> [THE PROBLEM] Please write out all the data that follows exactly, without the pictures.

> [EXTRACTED DATA]
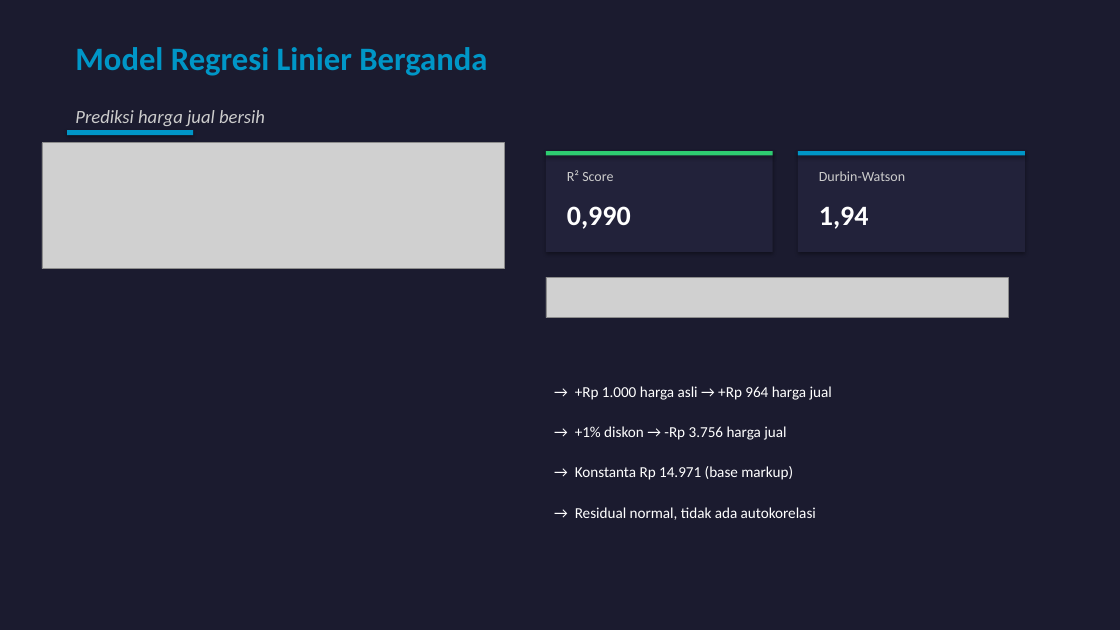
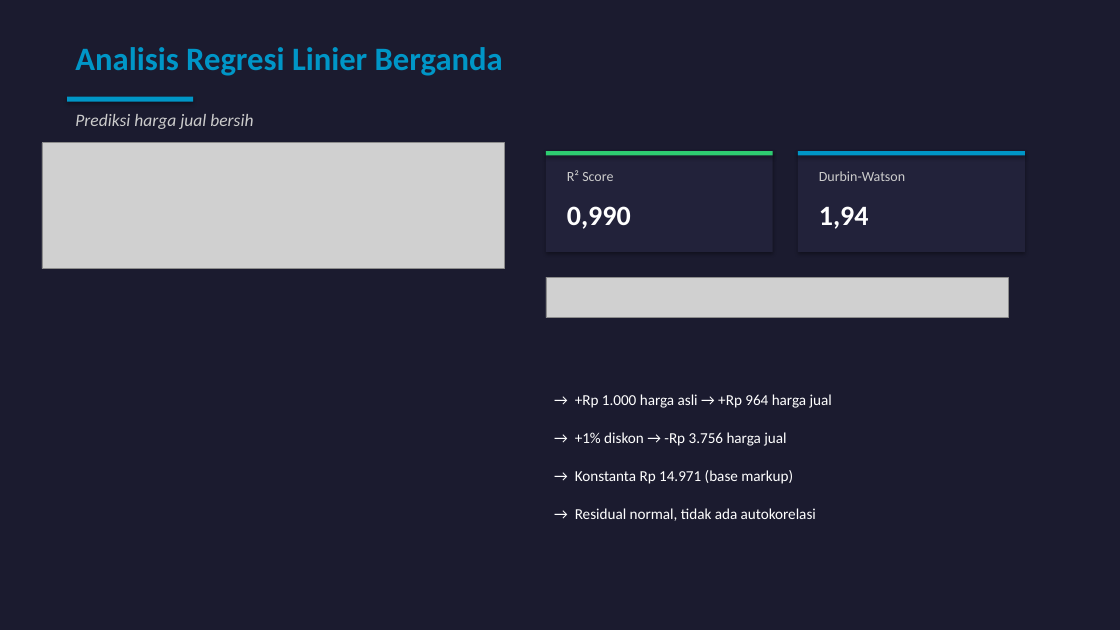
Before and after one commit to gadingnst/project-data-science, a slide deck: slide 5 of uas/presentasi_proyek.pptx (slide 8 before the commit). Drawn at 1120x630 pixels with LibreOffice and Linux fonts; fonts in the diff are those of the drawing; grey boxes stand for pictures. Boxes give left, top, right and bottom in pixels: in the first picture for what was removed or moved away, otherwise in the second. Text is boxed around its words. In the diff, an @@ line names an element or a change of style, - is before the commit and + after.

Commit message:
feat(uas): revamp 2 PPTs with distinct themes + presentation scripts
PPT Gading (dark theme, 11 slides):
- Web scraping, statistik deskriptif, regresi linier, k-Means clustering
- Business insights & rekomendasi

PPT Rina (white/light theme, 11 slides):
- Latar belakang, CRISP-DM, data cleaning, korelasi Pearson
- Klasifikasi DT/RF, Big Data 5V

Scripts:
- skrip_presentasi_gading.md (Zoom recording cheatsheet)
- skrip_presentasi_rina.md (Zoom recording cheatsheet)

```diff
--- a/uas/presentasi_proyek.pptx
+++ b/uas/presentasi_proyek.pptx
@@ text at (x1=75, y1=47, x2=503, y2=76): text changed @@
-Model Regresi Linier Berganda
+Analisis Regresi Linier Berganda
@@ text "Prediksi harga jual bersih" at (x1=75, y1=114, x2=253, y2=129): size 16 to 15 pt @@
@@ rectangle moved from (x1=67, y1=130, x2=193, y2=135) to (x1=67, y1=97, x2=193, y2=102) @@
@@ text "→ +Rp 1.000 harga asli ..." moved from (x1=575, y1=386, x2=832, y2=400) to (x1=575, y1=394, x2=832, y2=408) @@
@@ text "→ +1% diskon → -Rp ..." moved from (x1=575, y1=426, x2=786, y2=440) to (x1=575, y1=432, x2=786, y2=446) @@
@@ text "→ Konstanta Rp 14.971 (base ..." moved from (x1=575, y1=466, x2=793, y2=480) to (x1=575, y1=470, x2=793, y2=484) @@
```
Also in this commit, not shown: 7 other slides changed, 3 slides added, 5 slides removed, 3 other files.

> [EXERCISE RESULT]
Before and after one commit to gadingnst/project-data-science, a slide deck: slide 5 of uas/presentasi_proyek.pptx (slide 8 before the commit). Drawn at 1120x630 pixels with LibreOffice and Linux fonts; fonts in the diff are those of the drawing; grey boxes stand for pictures. Boxes give left, top, right and bottom in pixels: in the first picture for what was removed or moved away, otherwise in the second. Text is boxed around its words. In the diff, an @@ line names an element or a change of style, - is before the commit and + after.

Commit message:
feat(uas): revamp 2 PPTs with distinct themes + presentation scripts
PPT Gading (dark theme, 11 slides):
- Web scraping, statistik deskriptif, regresi linier, k-Means clustering
- Business insights & rekomendasi

PPT Rina (white/light theme, 11 slides):
- Latar belakang, CRISP-DM, data cleaning, korelasi Pearson
- Klasifikasi DT/RF, Big Data 5V

Scripts:
- skrip_presentasi_gading.md (Zoom recording cheatsheet)
- skrip_presentasi_rina.md (Zoom recording cheatsheet)

```diff
--- a/uas/presentasi_proyek.pptx
+++ b/uas/presentasi_proyek.pptx
@@ text at (x1=75, y1=47, x2=503, y2=76): text changed @@
-Model Regresi Linier Berganda
+Analisis Regresi Linier Berganda
@@ text "Prediksi harga jual bersih" at (x1=75, y1=114, x2=253, y2=129): size 16 to 15 pt @@
@@ rectangle moved from (x1=67, y1=130, x2=193, y2=135) to (x1=67, y1=97, x2=193, y2=102) @@
@@ text "→ +Rp 1.000 harga asli ..." moved from (x1=575, y1=386, x2=832, y2=400) to (x1=575, y1=394, x2=832, y2=408) @@
@@ text "→ +1% diskon → -Rp ..." moved from (x1=575, y1=426, x2=786, y2=440) to (x1=575, y1=432, x2=786, y2=446) @@
@@ text "→ Konstanta Rp 14.971 (base ..." moved from (x1=575, y1=466, x2=793, y2=480) to (x1=575, y1=470, x2=793, y2=484) @@
```
Also in this commit, not shown: 7 other slides changed, 3 slides added, 5 slides removed, 3 other files.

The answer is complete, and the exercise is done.